Heart valve disease: What is it?

When one or more of the four heart valves malfunction, it can cause heart valve disease, which can be mild or severe.

“Patients with mild heart valve disease can have long and otherwise healthy lives. In advanced cases, patients are at risk of developing infections and complications such as heart failure and stroke,” says Dr Victor Chao, Senior Consultant, Department of Cardiothoracic Surgery, National Heart Centre Singapore (NHCS), a member of the SingHealth group.

Different types of heart valve problems

There are three main heart valve problems:

  • Regurgitation or leaky valve: This is backflow of blood because the valve doesn’t close properly. A valve prolapse, when the leaflets (small flaps of tissue that make up a valve) bulge into the upper heart chamber during contraction, can prevent the valve from closing properly. Mitral valve prolapse is a common type of valve prolapse.
  • Stenosis: This occurs when the valve’s leaflets thicken, stiffen or fuse causing the opening to narrow.
  • Atresia: This occurs when the valve doesn’t open at all, which prevents blood from passing through.

“Problems such as regurgitation and stenosis with one or more valves cause the heart to work harder to circulate blood to the body,” says Dr Chao.

Causes of heart valve disease

Heart valve disease can be present from birth (congenital) or it can develop during your lifetime (acquired) when healthy heart valves malfunction due to factors such as ageing, injury, infection and disease.

Congenital heart valve disease: This may be caused by abnormal valve size or shape, or an irregularity in the leaflets. This condition commonly affects the aortic or pulmonic valves, which control blood flow from the heart to the body.

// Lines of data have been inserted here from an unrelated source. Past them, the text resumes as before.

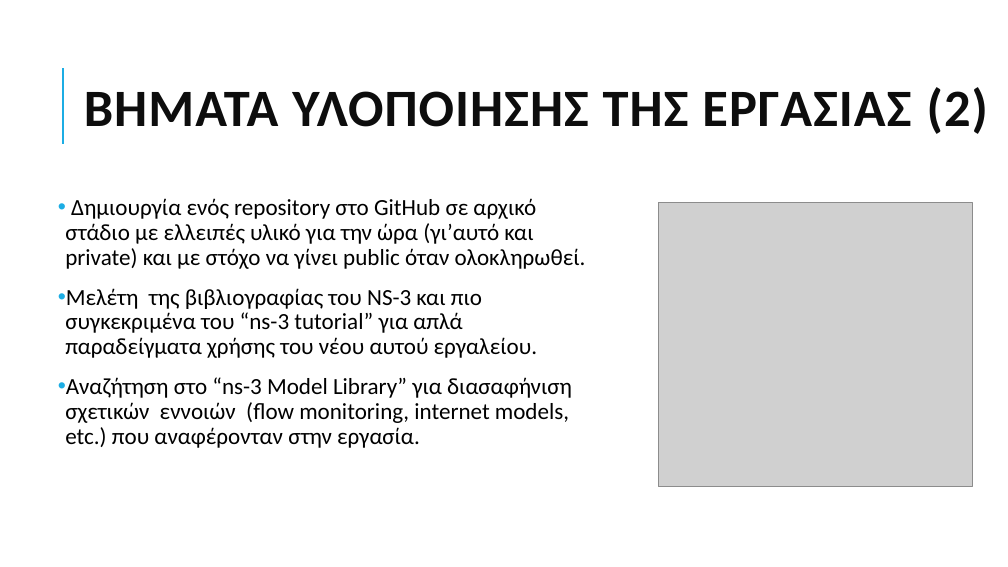
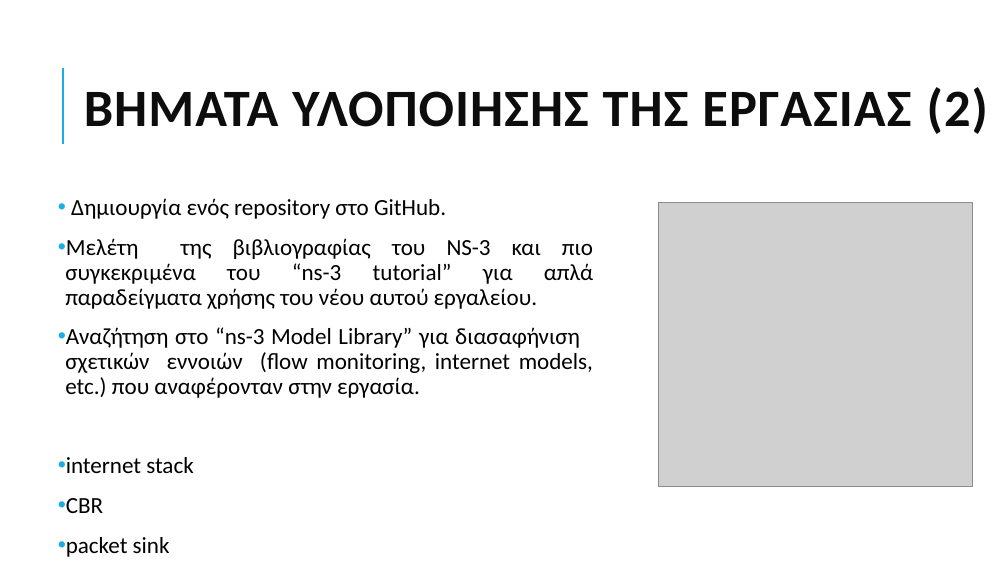
Before and after one commit to grgmyl/Ns3Project, a slide deck: slide 6 of Presentations/Ns-3_presentation_F.pptx (slide 5 before the commit). Drawn at 1008x567 pixels with LibreOffice and Linux fonts; fonts in the diff are those of the drawing; grey boxes stand for pictures. Boxes give left, top, right and bottom in pixels: in the first picture for what was removed or moved away, otherwise in the second. Text is boxed around its words. In the diff, an @@ line names an element or a change of style, - is before the commit and + after.

```diff
--- a/Presentations/Ns-3_presentation_F.pptx
+++ b/Presentations/Ns-3_presentation_F.pptx
@@ text at bbox=[71, 198, 446, 219]: text changed @@
-• Δημιουργία ενός repository στο GitHub σε αρχικό στάδιο με ελλειπές υλικό για την ώρα (γι’αυτό και private) και με στόχο να γίνει public όταν ολοκληρωθεί.
+• Δημιουργία ενός repository στο GitHub.
@@ text at bbox=[65, 238, 593, 398]: alignment left to justified @@
@@ text at bbox=[66, 457, 193, 557]: paragraphs added @@
+• internet stack
+• CBR
+• packet sink
```
Also in this commit, not shown: 6 other slides changed, 5 slides added.

Acquired heart valve disease: This condition may be caused by the following medical conditions:

  • Degeneration due to ageing
  • Rheumatic fever
  • Infective endocarditis
  • Coronary artery disease
  • Heart attack
  • Cardiomyopathy (heart muscle disease)
  • Hypertension
  • Aortic aneurysms
  • Connective tissue diseases, e.g. Marfan’s syndrome and myxomatous degeneration

“Ageing can cause calcium to accumulate on the heart valves, usually the aortic valve. This can develop into aortic stenosis,” says Dr Chao.